Isomers have different arrangements of the same atoms
Isomers are molecules that have the same chemical formula but different arrangements of the atoms. (The prefix iso- ,meaning “same,” is encountered in many biological terms.) Of the different kinds of isomers, will be considered two: structural isomers and optical isomers.
Structural isomers differ in how their atoms are joined together.
Consider two simple molecules, each composed of 4 carbon and 10 hydrogen atoms bonded covalently, both with the formula C4H10. These atoms can be linked in two different ways, resulting in two forms of the molecule: The different bonding relationships of butane and isobutene are distinguished in their structural formulas and the two compounds have different chemical properties.

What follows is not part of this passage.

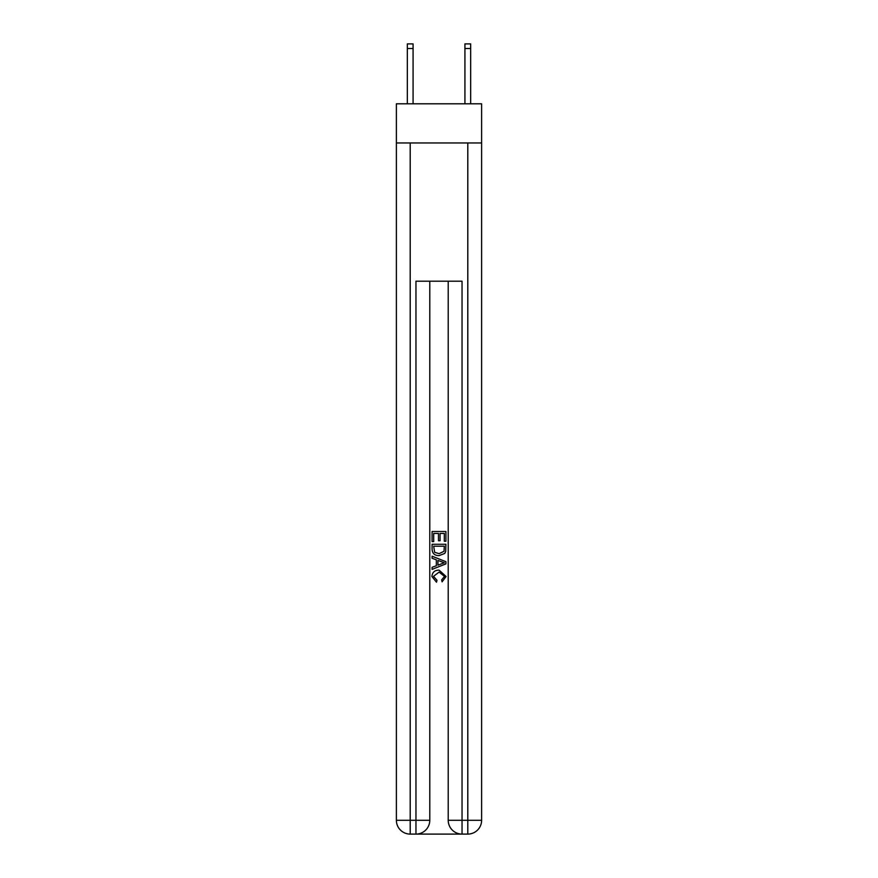 <?xml version="1.0" encoding="UTF-8"?>
<svg xmlns="http://www.w3.org/2000/svg" width="878" height="878" viewBox="0 0 878 878"><rect width="100%" height="100%" fill="white"/><g stroke="black" fill="none" stroke-linecap="round" stroke-linejoin="round"><path stroke-width="1.32" d="M481.616 142.96L481.616 103.802L396.384 103.802L396.384 142.96L481.616 142.96L481.616 820.282L467.798 820.282L467.798 142.96M416.995 834.1L461.005 834.1M448.219 281.19L448.219 820.282A13.818 13.818 0 0 0 462.037 834.1L462.037 820.282L448.219 820.282A13.818 13.818 0 0 0 462.037 834.1L467.798 834.1L467.798 820.282L462.037 820.282L462.037 281.19L415.963 281.19L415.963 820.282L396.384 820.282L396.384 142.96M429.781 281.19L429.781 820.282A13.818 13.818 0 0 1 415.963 834.1L410.202 834.1A13.818 13.818 0 0 1 396.384 820.282A13.818 13.818 0 0 0 410.202 834.1L410.202 142.96M467.798 834.1A13.818 13.818 0 0 0 481.616 820.282A13.818 13.818 0 0 1 467.798 834.1M432.086 541.605L432.086 531.508L445.914 531.508L445.914 541.254L444.312 541.254L444.312 533.451L440.065 533.451L440.065 540.716L438.473 540.716L438.473 533.451L433.688 533.451L433.688 541.605L432.086 541.605M432.086 549.211L432.086 544.261L445.914 544.261L445.717 551.439L444.729 553.447L439.077 555.609C434.654 555.62 432.327 553.491 432.086 549.211M433.688 546.215L434.665 552.328L439.11 553.656L444.027 551.296L444.312 546.215L433.688 546.215M432.086 558.265L432.086 556.202L445.914 561.69L445.914 563.885L432.086 569.372L432.086 567.309L436.344 565.728L436.344 559.835L432.086 558.265M441.766 561.843L437.935 560.427L437.935 565.147L444.312 562.787L441.766 561.843M433.502 576.363L436.97 580.237L436.509 582.191L431.91 576.55C432.283 572.302 434.687 570.162 439.099 570.14L446.09 576.506L442.073 581.84L441.656 579.886L444.498 576.418L439.11 572.083L433.502 576.363M413.077 103.802L413.077 48.51L407.326 48.51L407.326 43.9L413.077 43.9L413.077 48.51M407.326 103.802L407.326 48.51M470.674 103.802L470.674 43.9L464.923 43.9L464.923 103.802M429.781 820.282L415.963 820.282L415.963 834.1A13.818 13.818 0 0 0 429.781 820.282M464.923 48.51L470.674 48.51"/></g></svg>

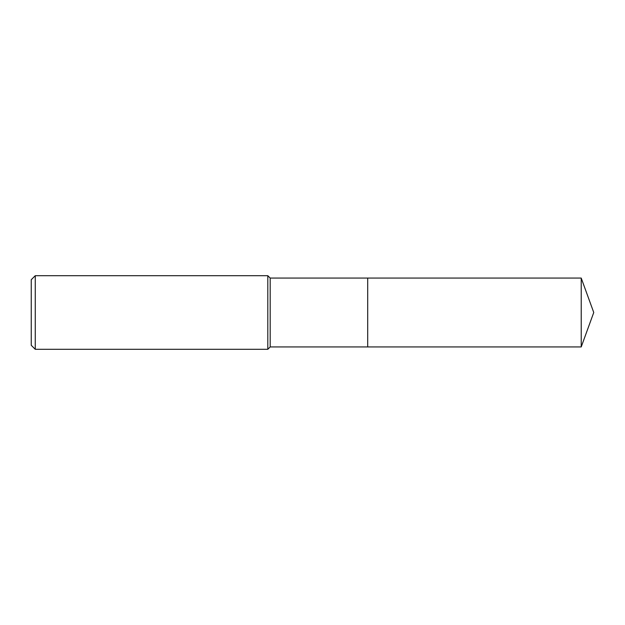 <?xml version="1.0" encoding="UTF-8"?>
<svg xmlns="http://www.w3.org/2000/svg" width="625" height="625" viewBox="0 0 625 625"><rect width="100%" height="100%" fill="white"/><g stroke="black" fill="none" stroke-linecap="round" stroke-linejoin="round"><path stroke-width="0.47" stroke-dasharray="3.12 2.34" d="M31.25 345.297L31.25 279.703M35.258 349.297L35.258 275.703M267.812 349.297L267.812 275.703M270.18 346.93L270.18 278.07M367.695 346.93L367.695 278.07L367.695 346.93M581.219 346.93L581.219 278.07"/><path stroke-width="0.94" d="M581.219 278.07L367.695 278.07L367.695 346.93L367.695 278.07L270.18 278.07L270.18 346.93L581.219 346.93L593.75 312.5L581.219 278.07L581.219 346.93M270.18 278.07L267.812 275.703L267.812 349.297L270.18 346.93M35.258 349.297L31.25 345.297L31.25 279.703L35.258 275.703L35.258 349.297L267.812 349.297M35.258 275.703L267.812 275.703"/></g></svg>

Optical isomers occur whenever a carbon atom has four different atoms or groups attached to it
This pattern allows two different ways of making the attachments, each the mirror image of the other. Such a carbon atom is an asymmetrical carbon and the pair of compounds are optical isomers of each other. You can imagine your right and left hands as optical isomers. Just as a glove is specific for a particular hand, some biochemical molecules can interact with one optical isomer of a compound but are unable to “fit” the other. Therefore, amino acids exist in two isomeric forms called D-amino acids and L-amino acids. D and L are abbreviations for the Latin terms for right (dextro) and left (levo), respectively. Only L-amino acids are commonly found in most organisms, and their presence is an important chemical “signature” for life. Now after having covered the major properties of all molecules, let’s review them in preparation for the next chapter which focuses on the major molecules of biological systems.
Molecules vary in size
Some are small, such as H2 and CH4, others are larger, such as a molecule of table sugar (sucrose, C12H22O11) which has 45 atoms. Still other molecules, especially proteins, such as haemoglobin (the oxygen carrier in red blood cells), are gigantic, sometimes containing tens of thousands of atoms. The formation of large molecules from simpler ones in the environment was a key precursor to the emergence of life during the Archean.
All molecules have a specific three-dimensional shape
For example, the orientation of the bonding orbitals around the carbon atom gives the methane molecule (CH4) the shape of a regular tetrahedron (see Figure 2.10c). In carbon dioxide (CO2), three atoms are in line. Larger molecules have complex shapes that result from the numbers and kinds of atoms present and the ways in which they are linked together. Some large molecules, such as haemoglobin, have compact, ball-like shapes. Others, such as the protein, called keratin that makes up your hair, are long, thin, ropelike structures. Their shapes relate to the roles these molecules play in living cells.
Molecules are characterized by certain chemical properties
These properties determine the biological roles of molecules: the characteristics of composition, structure (three-dimensional shape), reactivity and solubility to distinguish a pure sample of one molecule from a sample of a different molecule. The presence of functional groups can impart distinctive chemical properties to a molecules, as does the physical arrangement of atoms into isomers.